Carlos Benigno Baliño López (13 February 1848 – 18 June 1926) was a Cuban writer, revolutionary and one of the first proponents of Marxism in Cuba.

He was born on 13 February 1848 in Guanajay, Cuba.

His early writings were poetry and prose. By 1869 his writings had gained notability for their anti-colonial and pro-independence inclinations; thus placing him at odds with the colonial authorities. He was forced into exile and lived in New Orleans, Louisiana, where he studied architecture.

In 1892, while living in the United States he, along with Jose Martí, founded the Cuban Revolutionary Party.

In 1902, a year after the United States signed the Platt Amendment, Baliño returned to Cuba. While in Cuba he began to write more often, appearing in El Mundo and El Proletario, among other publications. In 1905 he published Bases Fundamentales (Principal Bases).

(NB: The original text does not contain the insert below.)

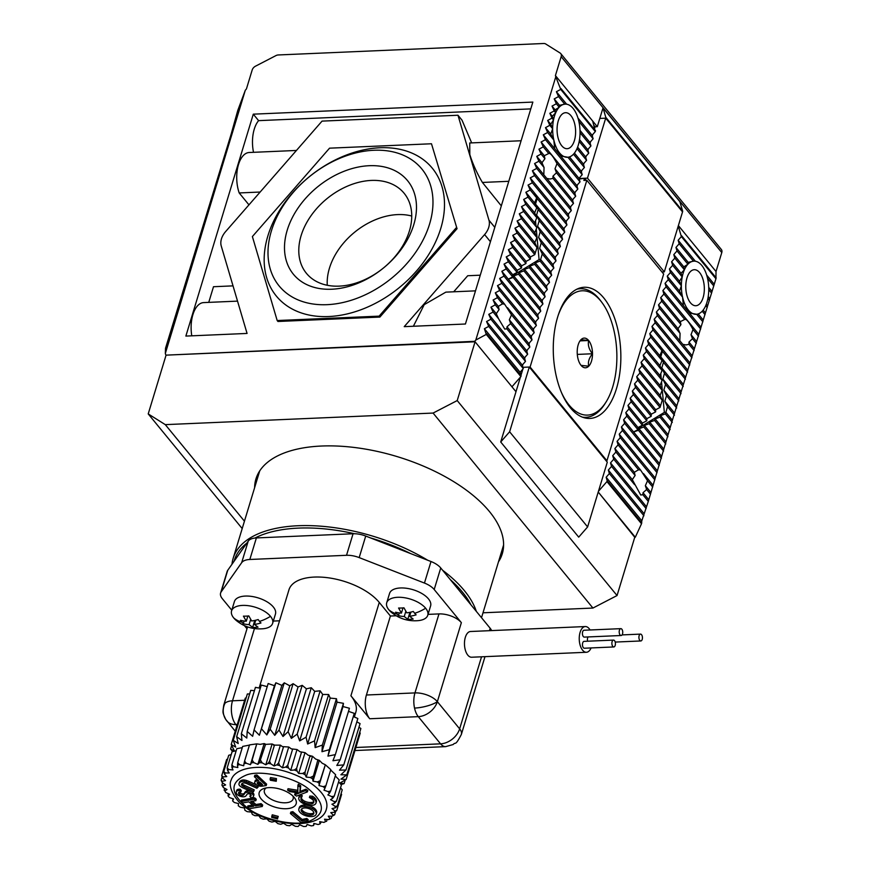 <?xml version="1.0" encoding="UTF-8"?>
<svg xmlns="http://www.w3.org/2000/svg" width="870" height="870" viewBox="0 0 870 870"><rect width="100%" height="100%" fill="white"/><g stroke="black" fill="none" stroke-linecap="round" stroke-linejoin="round"><path stroke-width="1.3" d="M593.971 125.421L595.091 126.781L594.732 127.977M592.742 134.513L592.296 135.981M590.567 141.69L590.121 143.158M588.381 148.868L587.935 150.347M586.195 156.056L585.749 157.524M584.02 163.234L583.574 164.702M581.834 170.422L581.388 171.89M579.648 177.6L579.387 178.491L587.478 178.143L664.321 271.886L682.537 211.91L605.694 118.168L587.478 178.143M661.983 271.984L664.321 271.886M682.624 211.018L605.77 117.276A1.718 1.218 140.7 0 1 605.748 117.983L682.602 211.725A1.718 1.218 140.7 0 0 682.624 211.018L679.851 201.644L603.008 107.902L599.811 118.429L605.694 118.168L599.811 118.429L597.298 126.683L555.419 75.592L555.778 76.81L475.803 340.05L474.683 341.323L511.951 386.791L520.869 376.579L486.286 334.406L475.803 340.05M558.116 315.549A62.216 31.951 -92.5 0 1 601.801 302.325A62.216 31.951 -92.5 0 1 612.708 386.922A62.216 31.951 -92.5 0 1 606.107 401.918A62.216 31.951 -92.5 0 1 561.444 392.5M582.356 417.132A64.369 33.049 87.5 0 0 585.793 417.328A64.369 33.049 87.5 0 0 604.998 403.691L606.107 401.918M578.191 344.824A14.866 7.634 87.5 0 0 577.201 352.132A14.866 7.634 87.5 0 0 580.801 365.041A14.866 7.634 87.5 0 0 581.073 365.378A14.866 7.634 87.5 0 0 588.729 366.194A14.866 7.634 87.5 0 0 592.503 353.753A14.866 7.634 87.5 0 0 588.631 340.507A14.866 7.634 87.5 0 0 580.975 339.691A14.866 7.634 87.5 0 0 579.768 341.247A14.866 7.634 87.5 0 0 578.191 344.824M601.801 302.325L600.55 300.65A64.369 33.049 87.5 0 0 580.236 288.72A64.369 33.049 87.5 0 0 576.832 289.21M581.073 365.378L588.729 366.194C587.75 362.181 589.012 358.038 592.503 353.753C589.001 349.468 587.707 345.053 588.631 340.507L580.975 339.691L579.648 341.486M580.072 340.877L588.631 340.507M577.299 354.416L592.503 353.753M258.629 472.671A128.727 62.401 -163.1 0 0 258.542 474.792M498.488 561.813A128.727 62.401 -163.1 0 0 502.273 553.766A128.727 62.401 -163.1 0 0 489.462 511.571A128.727 62.401 -163.1 0 0 358.353 447.996A128.727 62.401 -163.1 0 0 255.943 478.924A128.727 62.401 -163.1 0 0 254.616 487.722M520.434 377.08L515.986 391.717L475.074 341.79L166.072 355.145L148.215 413.913L242.197 528.558M475.074 341.79L457.218 400.57L617.047 595.548L634.904 536.779L598.223 492.028L634.752 537.269M457.218 400.57L433.086 413.065L165.289 424.636L148.215 413.913M515.986 391.717L500.718 441.982L578.713 537.138L587.62 526.926L607.293 462.187L529.297 367.042L509.624 431.781L587.62 526.926M579.202 179.068L584.531 178.263L583.879 180.427L586.826 180.297L530.091 367.02L523.403 367.292L523.164 368.119M522.87 369.076L520.978 375.296M617.047 595.548L592.927 608.054L482.991 612.795M165.289 424.636L244.437 521.184M433.086 413.065L592.927 608.054M500.718 441.982L509.624 431.781M502.414 548.883A128.727 62.401 -163.1 0 0 503.512 547.078M236.879 725.819L235.835 724.536A17.161 12.147 140.7 0 1 226.918 721.056A17.161 12.147 140.7 0 1 226.635 720.675A17.161 16.53 -32.2 0 1 225.667 719.316C222.47 712.03 222.568 713.465 223.775 705.178A17.161 8.319 16.9 0 1 224.971 703.275A17.161 8.319 16.9 0 1 232.507 700.796L254.453 628.575M232.66 751.626L230.593 749.048L234.487 751.125L231.213 744.47L235.716 747.112L233.247 740.326L238.217 743.535L236.651 736.716L241.947 740.5L241.338 733.736L246.797 738.064L247.189 731.442L252.659 736.303L254.062 729.897L259.39 735.248L275.877 682.776L274.442 685.701L268.156 683.526L254.062 729.897M249.907 745.014L242.643 746.416L237.717 762.631L239.478 764.643L243.709 765.763L244.002 763.632A58.355 28.286 16.9 0 1 246.308 763.273L250.44 764.697L251.386 762.772A58.355 28.286 16.9 0 1 253.92 762.664L257.857 764.382L259.445 762.707A58.355 28.286 16.9 0 1 262.153 762.849L265.796 764.806L267.971 763.414A58.355 28.286 16.9 0 1 270.798 763.816L274.05 765.959L276.769 764.893A58.355 28.286 16.9 0 1 279.64 765.535L282.424 767.818L285.621 767.101A58.355 28.286 16.9 0 1 288.459 767.971L290.71 770.341L294.299 769.993A58.355 28.286 16.9 0 1 297.04 771.059L298.693 773.463L302.597 773.484A58.355 28.286 16.9 0 1 305.163 774.735L306.196 777.095L310.307 777.497A58.355 28.286 16.9 0 1 312.645 778.889L313.015 781.162L317.245 781.934A58.355 28.286 16.9 0 1 319.29 783.435L318.996 785.566L323.227 786.676A58.355 28.286 16.9 0 1 324.934 788.253L323.988 790.178L328.12 791.613A58.355 28.286 16.9 0 1 329.447 793.233L327.859 794.908L331.796 796.626A58.355 28.286 16.9 0 1 332.71 798.247L330.535 799.628L334.167 801.585A58.355 28.286 16.9 0 1 334.646 803.162L331.927 804.228L335.178 806.381A58.355 28.286 16.9 0 1 335.2 807.871L332.014 808.589L334.798 810.873A58.355 28.286 16.9 0 1 334.374 812.254L330.785 812.602L333.036 814.972A58.355 28.286 16.9 0 1 332.177 816.201L328.273 816.169L329.937 818.572A58.355 28.286 16.9 0 1 328.664 819.605L324.553 819.214L325.576 821.574A58.355 28.286 16.9 0 1 323.923 822.411L319.692 821.639L320.073 823.912A58.355 28.286 16.9 0 1 318.061 824.521L313.831 823.411L313.548 825.532A58.355 28.286 16.9 0 1 311.242 825.891L307.11 824.466L306.164 826.391A58.355 28.286 16.9 0 1 303.619 826.5L299.693 824.782L298.106 826.467A58.355 28.286 16.9 0 1 295.387 826.315L291.754 824.358L289.569 825.75A58.355 28.286 16.9 0 1 286.741 825.358L283.489 823.205L280.771 824.271A58.355 28.286 16.9 0 1 277.911 823.64L275.116 821.345L271.929 822.063A58.355 28.286 16.9 0 1 269.091 821.193L266.84 818.822L263.24 819.17A58.355 28.286 16.9 0 1 260.511 818.104L258.847 815.712L254.953 815.679A58.355 28.286 16.9 0 1 252.376 814.44L251.354 812.069L247.243 811.666A58.355 28.286 16.9 0 1 244.905 810.274L244.524 808.002L240.305 807.24A58.355 28.286 16.9 0 1 238.26 805.729L238.543 803.608L234.313 802.488A58.355 28.286 16.9 0 1 232.605 800.911L233.551 798.986L229.43 797.551A58.355 28.286 16.9 0 1 228.092 795.93L229.68 794.256L225.743 792.537A58.355 28.286 16.9 0 1 224.83 790.928L227.016 789.536L223.372 787.578A58.355 28.286 16.9 0 1 222.894 786.001L225.624 784.936L222.372 782.793A58.355 28.286 16.9 0 1 222.339 781.293L225.537 780.575L222.753 778.291A58.355 28.286 16.9 0 1 223.166 776.921L226.766 776.562L224.514 774.191A58.355 28.286 16.9 0 1 225.373 772.973L229.267 772.995L227.603 770.592A58.355 28.286 16.9 0 1 228.886 769.558L232.997 769.961L231.964 767.59A58.355 28.286 16.9 0 1 233.628 766.764L237.847 767.525L237.477 765.252A58.355 28.286 16.9 0 1 239.478 764.643M242.273 747.624L236.792 748.711L231.866 764.926L233.628 766.764M236.183 750.723L232.105 751.702L227.179 767.916L228.886 769.558M231.235 754.562L228.701 755.312L223.775 771.516L225.373 772.973M227.538 759.129L226.657 759.456L221.741 775.659L223.166 776.921M326.402 809.057A49.775 24.132 -163.1 0 0 312.471 784.425A49.775 24.132 -163.1 0 0 263.414 767.449A49.775 24.132 -163.1 0 0 231.148 780.118C227.168 787.361 237.108 802.575 245.438 807.316C270.962 827.011 321.193 830.371 326.402 809.057M442.645 570.285A127.444 61.781 16.9 0 1 464.352 590.621A127.444 61.781 16.9 0 1 476.336 611.382M246.797 543.163L234.084 561.259A125.726 60.943 16.9 0 1 246.797 543.163L248.222 541.129L241.675 562.672L221.187 591.85A17.161 8.319 -163.1 0 0 220.599 593.035A17.161 8.319 -163.1 0 0 222.307 598.658L231.779 610.207M254.921 538.051A125.726 60.943 16.9 0 1 354.601 533.745A17.161 8.319 -163.1 0 0 353.068 533.756L256.378 537.932A17.161 8.319 -163.1 0 0 254.921 538.051A17.161 8.319 -163.1 0 0 248.222 541.129M370.261 537.823A125.726 60.943 16.9 0 1 410.77 553.635L365.726 536.05A17.161 8.319 -163.1 0 0 354.601 533.745M450.258 579.572A125.726 60.943 16.9 0 1 462.448 592.122A125.726 60.943 16.9 0 1 470.964 604.835L440.742 567.969A17.161 8.319 -163.1 0 0 430.998 561.52L410.77 553.635M231.996 564.228A127.444 61.781 16.9 0 1 233.171 558.29A127.444 61.781 16.9 0 1 427.714 560.236M591.089 647.932A12.876 6.612 -92.5 0 1 586.413 652.272A12.876 6.612 -92.5 0 1 580.279 645.66A12.876 6.612 -92.5 0 1 580.094 632.381A12.876 6.612 -92.5 0 1 585.303 626.552A12.876 6.612 -92.5 0 1 590.067 629.978M585.303 626.552L470.539 631.5A12.876 6.612 87.5 0 0 465.33 637.34A12.876 6.612 87.5 0 0 465.504 650.619A12.876 6.612 87.5 0 0 471.649 657.231L586.413 652.272M354.362 717L355.852 712.095A49.775 24.132 -163.1 0 0 350.904 695.782L379.266 602.421L390.412 616.014L396.209 615.764M425.637 608.228A21.456 10.396 16.9 0 1 427.768 615.253A21.456 10.396 16.9 0 1 418.459 620.614C408.324 621.517 399.33 618.777 391.478 612.426A21.456 10.396 16.9 0 1 388.857 609.816A21.456 10.396 16.9 0 1 386.715 602.779A21.456 10.396 16.9 0 1 403.789 597.625A21.456 10.396 16.9 0 1 425.637 608.228A36.214 25.643 -39.3 0 1 414.664 613.274L413.293 611.447A36.083 25.545 -39.3 0 1 406.812 612.85L403.941 607.804A34.724 24.578 140.7 0 1 398.58 608.032L401.44 613.089L403.006 607.902M386.715 602.779L389.553 593.449A21.456 10.396 16.9 0 1 406.627 588.294A21.456 10.396 16.9 0 1 428.475 598.886A21.456 10.396 16.9 0 1 430.606 605.922L427.768 615.253M270.494 616.33A21.456 10.396 16.9 0 1 272.625 623.366A21.456 10.396 16.9 0 1 263.305 628.727C253.17 629.619 244.176 626.889 236.325 620.527A21.456 10.396 16.9 0 1 233.704 617.918A21.456 10.396 16.9 0 1 231.572 610.892A21.456 10.396 16.9 0 1 248.635 605.737A21.456 10.396 16.9 0 1 270.494 616.33A36.214 25.643 -39.3 0 1 259.521 621.387L258.151 619.56A36.083 25.545 -39.3 0 1 251.658 620.962L248.798 615.906A34.724 24.578 140.7 0 1 243.426 616.134L246.286 621.191L247.863 616.014M231.572 610.892L234.411 601.551A21.456 10.396 16.9 0 1 251.474 596.396A21.456 10.396 16.9 0 1 273.321 606.999A21.456 10.396 16.9 0 1 275.464 614.024L272.625 623.366M615.188 645.399A3.436 1.762 -92.5 0 1 613.796 646.954A3.436 1.762 -92.5 0 1 612.165 645.192A3.436 1.762 -92.5 0 1 612.121 641.647A3.436 1.762 -92.5 0 1 613.502 640.092A3.436 1.762 -92.5 0 1 615.144 641.853A3.436 1.762 -92.5 0 1 615.188 645.399M613.502 640.092L584.074 641.364A3.436 1.762 87.5 0 0 582.693 642.919A3.436 1.762 87.5 0 0 582.737 646.464A3.436 1.762 87.5 0 0 584.368 648.226L613.796 646.954M642.212 639.406A3.436 1.762 -92.5 0 1 640.82 640.962A3.436 1.762 -92.5 0 1 639.189 639.2A3.436 1.762 -92.5 0 1 639.135 635.665A3.436 1.762 -92.5 0 1 640.527 634.11A3.436 1.762 -92.5 0 1 642.158 635.872A3.436 1.762 -92.5 0 1 642.212 639.406M588.087 636.938A3.436 1.762 87.5 0 0 587.641 637.884A3.436 1.762 87.5 0 0 587.62 641.212M622.507 633.958A3.436 1.762 -92.5 0 1 621.115 635.513A3.436 1.762 -92.5 0 1 619.483 633.751A3.436 1.762 -92.5 0 1 619.429 630.206A3.436 1.762 -92.5 0 1 620.821 628.651A3.436 1.762 -92.5 0 1 622.463 630.413A3.436 1.762 -92.5 0 1 622.507 633.958M620.821 628.651L584.031 630.239A3.436 1.762 87.5 0 0 582.65 631.794A3.436 1.762 87.5 0 0 582.693 635.339A3.436 1.762 87.5 0 0 584.336 637.101L621.115 635.513M294.234 797.464A19.314 9.363 -163.1 0 0 263.817 788.535A19.314 9.363 -163.1 0 0 261.13 798.888A19.314 9.363 -163.1 0 0 285.991 808.73A19.314 9.363 -163.1 0 0 294.571 797.877A19.314 9.363 -163.1 0 0 294.234 797.464M266.253 787.915A15.018 7.275 -163.1 0 0 265.894 795.136A15.018 7.275 -163.1 0 0 283.892 802.793A15.018 7.275 -163.1 0 0 292.885 796.017M266.187 785.566L266.622 784.131L256.9 774.974L256.465 776.41L266.187 785.566L263.218 786.012A14.627 7.09 16.9 0 1 260.869 786.219A5.883 2.849 16.9 0 1 259.303 786.045A5.35 2.588 16.9 0 1 257.226 785.295A5.97 2.893 16.9 0 1 255.204 783.696A5.97 2.893 16.9 0 1 254.736 782.957A4.937 2.393 16.9 0 1 254.714 782.184A4.937 2.393 16.9 0 1 254.867 781.869L255.301 780.433A4.937 2.393 -163.1 0 0 255.16 780.749A4.937 2.393 -163.1 0 0 255.106 781.097M244.84 785.556L244.405 786.991L253.779 791.276L254.214 789.84L244.84 785.556A11.299 5.481 16.9 0 1 243.513 784.87A4.622 2.24 16.9 0 1 242.697 784.327L242.262 785.762A2.958 1.435 16.9 0 1 241.806 785.327A2.958 1.435 16.9 0 1 241.501 784.392A6.068 2.936 16.9 0 1 241.534 784.294A6.068 2.936 16.9 0 1 243.111 782.989A2.806 1.359 16.9 0 1 244.644 782.967A3.817 1.849 16.9 0 1 245.623 783.207A7.754 3.763 16.9 0 1 247.602 783.979L256.976 788.264L258.51 785.817M242.697 784.327A2.958 1.435 16.9 0 1 242.241 783.892A2.958 1.435 16.9 0 1 242.023 783.555M253.779 791.276L252.681 792.309L243.306 788.024A25.969 12.582 16.9 0 1 241.729 787.209A6.688 3.241 16.9 0 1 239.848 785.893A5.307 2.577 16.9 0 1 239.511 785.523A5.307 2.577 16.9 0 1 238.924 784.055A9.94 4.818 16.9 0 1 239 783.718A9.94 4.818 16.9 0 1 241.827 781.51L242.262 780.075A9.94 4.818 -163.1 0 0 239.435 782.282L239 783.718M250.647 791.385A4.241 2.055 -163.1 0 0 247.363 790.895A4.415 2.142 -163.1 0 0 245.525 791.591A21.88 10.603 -163.1 0 0 244.513 792.994A5.1 2.469 16.9 0 1 243.654 793.734A2.653 1.283 16.9 0 1 239.837 792.994L239.391 794.43A3.719 1.805 16.9 0 1 238.902 793.951A3.719 1.805 16.9 0 1 238.532 792.733A3.719 1.805 16.9 0 1 238.641 792.516A3.871 1.881 16.9 0 1 240.87 792.026L241.305 790.591L240.185 789.221A4.894 2.371 -163.1 0 0 236.988 789.906A6.971 3.382 -163.1 0 0 236.705 790.449L236.27 791.885A6.971 3.382 16.9 0 1 236.553 791.341L236.988 789.906M239.837 792.994A3.719 1.805 16.9 0 1 239.337 792.516A3.719 1.805 16.9 0 1 239.141 792.233M251.158 795.234L250.908 796.05A2.936 1.425 16.9 0 0 251.169 795.68A2.936 1.425 16.9 0 0 250.81 794.647A2.012 0.979 16.9 0 0 248.32 793.734A2.773 1.338 16.9 0 0 246.96 794.419A29.221 14.159 16.9 0 1 245.634 796.17A4.654 2.251 16.9 0 1 243.198 796.789A5.187 2.512 16.9 0 1 237.63 794.854A6.971 3.382 16.9 0 1 236.966 794.169A6.971 3.382 16.9 0 1 236.27 791.885M313.82 801.52A8.2 3.98 16.9 0 1 312.939 802.151A7.297 3.534 16.9 0 1 304.826 801.27A5.775 2.795 16.9 0 1 302.379 799.595L301.944 801.031A6.71 3.252 16.9 0 1 301.651 800.694A6.71 3.252 16.9 0 1 300.987 798.497A6.71 3.252 16.9 0 1 300.998 798.453A18.313 8.885 16.9 0 1 301.825 797.029L302.26 795.593L299.628 795.43A60.226 29.199 -163.1 0 0 299.432 795.822A9.82 4.763 -163.1 0 0 299.258 796.257L298.823 797.692A9.82 4.763 16.9 0 1 298.997 797.257L299.432 795.822M302.379 799.595A6.71 3.252 16.9 0 1 302.086 799.258A6.71 3.252 16.9 0 1 301.357 797.681M315.995 803.043L316.343 801.89A9.472 4.589 -163.1 0 0 316.397 801.748A9.472 4.589 -163.1 0 0 314.712 797.866A10.788 5.231 -163.1 0 0 312.515 796.213L309.84 796.05L309.405 797.486L312.08 797.649A10.788 5.231 16.9 0 1 314.277 799.302A9.472 4.589 16.9 0 1 315.962 803.184A9.472 4.589 16.9 0 1 315.908 803.325A10.973 5.318 16.9 0 1 314.026 804.978A9.429 4.567 16.9 0 1 304.978 804.304A10.331 5.013 16.9 0 1 300.444 801.607A9.82 4.763 16.9 0 1 299.802 800.911A9.82 4.763 16.9 0 1 298.823 797.692M312.635 808.839A8.406 4.078 16.9 0 1 315.81 811.895A9.548 4.633 16.9 0 1 316.191 814.189A9.548 4.633 16.9 0 1 313.885 816.19A9.222 4.47 16.9 0 1 309.753 816.538A8.928 4.328 16.9 0 1 301.368 813.57A8.776 4.252 16.9 0 1 299.835 812.134A8.776 4.252 16.9 0 1 299.215 811.177A9.526 4.622 16.9 0 1 298.867 808.948A9.526 4.622 16.9 0 1 301.205 806.936A9.113 4.415 16.9 0 1 304.489 806.523A8.482 4.111 16.9 0 1 312.635 808.839L313.069 807.404A8.482 4.111 -163.1 0 0 304.924 805.087A9.113 4.415 -163.1 0 0 301.64 805.5A9.526 4.622 -163.1 0 0 299.302 807.512L298.867 808.948M257.379 783.5A4.1 1.99 -163.1 0 0 258.314 784.316A1.86 0.903 -163.1 0 0 259.586 784.827A3.589 1.74 -163.1 0 0 261.054 784.903A17.498 8.482 -163.1 0 0 262.62 784.718L259.706 781.978A26.568 12.887 -163.1 0 0 258.575 782.173A7.33 3.556 -163.1 0 0 257.585 782.456A1.925 0.935 -163.1 0 0 257.139 782.848A1.849 0.892 -163.1 0 0 257.281 783.37A4.1 1.99 -163.1 0 0 257.379 783.5M258.042 782.304A4.1 1.99 -163.1 0 0 258.749 782.88A1.86 0.903 -163.1 0 0 260.021 783.391A3.589 1.74 -163.1 0 0 261.489 783.468A17.498 8.482 -163.1 0 0 261.533 783.457M301.814 811.743A6.318 3.067 -163.1 0 0 301.825 811.754A7.504 3.643 -163.1 0 0 303.369 813.113A6.742 3.273 -163.1 0 0 309.927 815.146A6.438 3.121 -163.1 0 0 312.352 814.853A6.655 3.23 -163.1 0 0 313.798 813.515A6.655 3.23 -163.1 0 0 313.602 812.036A6.123 2.969 -163.1 0 0 311.188 809.665A6.449 3.121 -163.1 0 0 304.652 807.947A6.199 3.001 -163.1 0 0 302.227 808.556A6.318 3.067 -163.1 0 0 301.183 809.665A6.318 3.067 -163.1 0 0 301.814 811.743L302.26 810.318A6.318 3.067 -163.1 0 0 302.26 810.318A7.504 3.643 -163.1 0 0 303.804 811.677A6.742 3.273 -163.1 0 0 310.362 813.711A6.438 3.121 -163.1 0 0 312.787 813.406A6.655 3.23 -163.1 0 0 313.842 812.743M491.626 630.598A17.161 8.319 -163.1 0 0 490.191 628.292L470.964 604.835M234.084 561.259L227.733 570.296A17.161 8.319 -163.1 0 0 227.146 571.492L220.599 593.035M428.04 614.383L438.969 613.915A17.161 8.319 16.9 0 1 461.361 622.659L434.195 589.512L440.742 567.969M481.534 656.796L459.643 728.842A17.161 8.319 16.9 0 1 461.35 734.465L484.992 656.654M430.998 561.52L424.451 583.063L359.179 557.605A17.161 8.319 -163.1 0 0 346.521 555.299L249.831 559.475A17.161 8.319 -163.1 0 0 241.675 562.672M244.416 625.628L246.993 628.76M424.451 583.063A17.161 8.319 16.9 0 1 434.195 589.512M273.321 621.071L279.553 620.799M259.13 688.029L288.971 589.795A49.775 24.132 16.9 0 1 328.566 577.832A49.775 24.132 16.9 0 1 379.266 602.421M438.969 613.915L414.968 692.911A17.161 8.319 16.9 0 1 437.36 701.655A17.161 12.147 140.7 0 1 418.285 716.652L440.568 743.839L355.863 747.493M390.412 616.014L366.411 695.01L414.968 692.911A17.161 8.82 87.5 0 0 414.533 708.082A17.161 4.665 -12.2 0 0 437.36 701.655L459.643 728.842A17.161 12.147 140.7 0 1 440.568 743.839A17.161 8.82 -92.5 0 0 445.668 746.623L453.194 744.524C455.858 741.381 454.76 747.102 461.35 734.465M224.971 703.275A17.161 16.53 147.8 0 0 223.285 712.291A17.161 16.53 -32.2 0 0 225.667 719.316L235.248 731.202M366.411 695.01A17.161 8.82 87.5 0 0 369.728 718.75L350.904 695.782M237.292 724.471L235.835 724.536A17.161 8.82 -92.5 0 1 232.507 700.796L244.644 700.274M261.794 729.147L266.807 734.922L270.178 729.201L274.746 735.346L279.02 730.071L283 736.498L288.101 731.713L291.374 738.369L297.192 734.106L299.661 740.881L306.077 737.184L307.643 744.002L314.538 740.87L315.147 747.635L322.357 745.079L321.965 751.702L329.349 749.701L327.946 756.106L335.341 754.627L349.435 708.256L342.997 706.56L343.443 703.33L337.016 702.166L336.451 698.708L330.198 698.099L328.632 694.499L322.694 694.456L320.171 690.813L314.712 691.346L311.286 687.735L306.425 688.822L302.194 685.342L298.051 686.963L293.114 683.689L289.797 685.799L284.262 682.83L281.858 685.386L275.877 682.776M335.341 754.627L332.938 760.728L340.181 759.727L354.275 713.356L348.489 711.355M340.181 759.727L336.81 765.448L343.759 764.893L357.842 718.522L353.307 716.543M343.759 764.893L339.485 770.178L345.977 769.983L360.06 723.601L356.83 721.861M345.977 769.983L340.877 774.768L346.782 774.865L360.876 728.494L358.962 727.233M346.782 774.865L340.964 779.129L346.162 779.444L360.245 733.073L359.636 732.562M246.112 698.023L245.307 698.099L231.213 744.47M249.646 693.966L247.341 693.955L233.247 740.326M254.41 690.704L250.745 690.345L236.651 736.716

In his writings Baliño addressed the position of the proletariat, the question of political power and argued for the creation of a classless society based on the socialization of the means of production. From the early 1900s he gradually moved towards Marxism.

In 1906, he signed the charter of the Socialist Party of Cuba, which emerged from the consolidation of the Socialist Workers' Party and the International Socialist Group, also created with his contribution. Being a member of the Socialist Group of Havana, in 1910 he came to take his presidency replacing Ramón Belmonte, after the most prominent workers in the Havana Sewerage Strike were expelled from the country.

Baliño edited various Socialist newspapers and in 1925 was amongst the founders of the Communist Party of Cuba.

He was an early critic of neocolonialism and wrote the prologue and translation to Scott Nearing's 1921 anti-imperialist work, The American Empire.

Baliño died on 18 June 1926 in Havana.